I sat atop him as he watched the swell of my breasts rising and falling, the shadow of raindrops on the ink sprawled over my body, around my scar.

“Would this be a terrible moment to ask you to run away with me?”

I covered the pain his question caused by putting on a sly smile. Then I slid to my knees.

“My turn.”

“Shit,” he said, grasping the sofa.

I unbuttoned his pants, pulled the zipper down, and tugged on his jeans until they stopped at his knees.

My lips planted slow kisses on the fabric that covered the swell of his erection. His hand found its way into my hair. But he didn’t push or grab. He patiently twirled the strands between his fingertips.

“You don’t have to…” He gasped as I tugged him free.

I kissed the length of John’s silken skin; he was already rock-hard.

Curses were muttered. John gasped and groaned my name, saying things that made me think he might be a poet after all. Words like "Beautiful" and "Perfect." It thrilled me when his grip tightened in my hair. With parted lips, I brushed my mouthalong the sides, following with my hand. Never breaking contact. He bucked his hips up, then immediately apologized. I planted my hands on his hips and pushed them down, taking him as far as I could without making it uncomfortable. I was in control. John’s eyes flitted shut, and he whispered my name. I smiled as I swirled my tongue over the tip. I could’ve done this for hours. But I felt John tense after just a minute of me tasting him.
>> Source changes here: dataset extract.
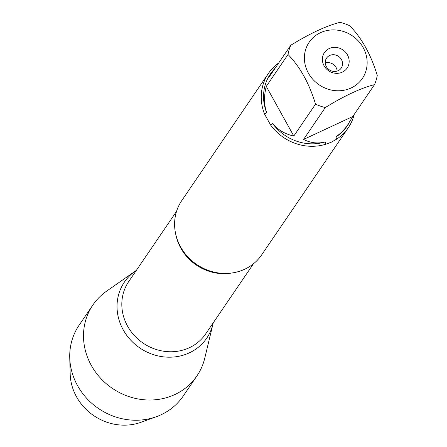 <?xml version="1.0" encoding="UTF-8"?>
<svg xmlns="http://www.w3.org/2000/svg" width="447" height="447" viewBox="0 0 447 447"><rect width="100%" height="100%" fill="white"/><g stroke="black" fill="none" stroke-linecap="round" stroke-linejoin="round"><path stroke-width="0.67" d="M268.423 73.414L181.789 200.563A48.293 44.421 34.3 0 0 187.572 256.584A48.293 44.421 34.3 0 0 244.693 269.239A48.293 44.421 34.3 0 0 261.607 254.952L348.247 127.808A48.293 44.421 -145.7 0 1 336.58 139.19L331.233 142.235L325.673 144.269A48.293 44.421 -145.7 0 1 270.642 125.087L264.54 114.08A48.293 44.421 -145.7 0 1 268.423 73.414A48.293 44.421 -145.7 0 1 278.71 62.971M354.203 114.415A48.293 44.421 -145.7 0 1 348.247 127.808M306.715 46.684A32.178 29.603 34.3 0 0 314.973 81.51A32.178 29.603 34.3 0 0 351.096 87.986A32.178 29.603 34.3 0 0 356.566 39.18A32.178 29.603 34.3 0 0 306.715 46.684M290.779 45.259A46.365 42.644 34.3 0 0 288.019 54.489C300.06 66.815 309.229 83.365 315.537 104.134A46.365 42.644 34.3 0 0 325.304 107.537C344.581 95.686 360.98 88.048 374.497 84.634A46.365 42.644 34.3 0 0 377.257 75.398C370.949 54.629 361.774 38.079 349.738 25.753A46.365 42.644 34.3 0 0 339.977 22.35C326.455 25.77 310.056 33.402 290.779 45.259L269.038 77.158L271.614 72.168L275.581 67.564M325.304 107.537L303.563 139.442C310.587 143.012 317.828 143.845 325.287 141.928A46.365 42.644 -145.7 0 1 272.653 123.584C277.939 129.937 284.99 134.089 293.802 136.039L315.537 104.134M348.241 124.383L347.073 126.093A46.365 42.644 -145.7 0 1 335.976 136.955L341.614 132.329L346.693 126.546L352.761 116.533L374.497 84.634M288.019 54.489L266.283 86.394C263.825 95.909 263.959 104.71 266.675 112.8A46.365 42.644 -145.7 0 1 270.446 73.878L271.614 72.168M336.58 139.19L335.976 136.955M325.287 141.928L325.673 144.269M270.642 125.087L272.653 123.584M266.675 112.8L264.54 114.08M213.225 322.835A49.796 45.801 -145.7 0 1 189.299 352.867A49.796 45.801 -145.7 0 1 124.931 332.713A49.796 45.801 -145.7 0 1 136.307 270.424A49.796 45.801 34.3 0 0 135.24 271.15A49.796 45.801 34.3 0 0 125.305 333.289A49.796 45.801 34.3 0 0 189.299 352.867A49.796 45.801 34.3 0 0 212.94 324.097A49.796 45.801 34.3 0 0 213.225 322.835M329.232 48.544A13.74 12.639 -145.7 0 1 349.168 61.53A13.74 12.639 -145.7 0 1 328.914 70.961A13.74 12.639 -145.7 0 1 329.232 48.544M293.802 136.039L266.283 86.394M352.761 116.533L303.563 139.442M329.685 55.473A8.862 8.152 34.3 0 0 326.578 58.093A8.862 8.152 34.3 0 0 329.316 69.821A8.862 8.152 34.3 0 0 341.234 68.078A8.862 8.152 34.3 0 0 340.167 57.792A8.862 8.152 34.3 0 0 329.685 55.473M337.15 71.079A8.862 8.152 34.3 0 0 325.282 62.988M135.24 271.15L106.52 291.221A62.96 57.909 34.3 0 0 92.87 305.01A62.96 57.909 34.3 0 0 100.413 378.039A62.96 57.909 34.3 0 0 174.878 394.539A62.96 57.909 34.3 0 0 196.926 375.916A62.96 57.909 34.3 0 0 204.765 358.164L212.94 324.097M92.87 305.01L79.097 325.226A62.96 57.909 34.3 0 0 69.743 357.606A62.96 57.909 34.3 0 0 156.433 416.682A62.96 57.909 34.3 0 0 161.099 414.755A62.96 57.909 34.3 0 0 183.153 396.131L196.926 375.916M156.433 416.682L141.04 422.259A51.455 47.332 -145.7 0 1 70.185 373.977L69.743 357.606M231.607 273.033A46.538 42.806 -145.7 0 1 175.934 235.1M176.554 211.364L128.742 281.532A46.538 42.806 34.3 0 0 143.096 343.112A46.538 42.806 34.3 0 0 205.654 333.943L253.466 263.775"/></g></svg>

“Can I…?” he gasped, and I knew exactly what he wanted. To finish in my mouth.

I shook my head. That was one thing—no matter how hot the guy—that was a hard no for me.

“Okay,” he gasped, swallowing hard. No complaints, no puppy eyes to make me feel bad. Just restraint.

“Hold it,” I said, slowing my movements and kissing my way up his stomach, tracing the trail of hair with my lips. “Just pretend I’m Uncle Fester.”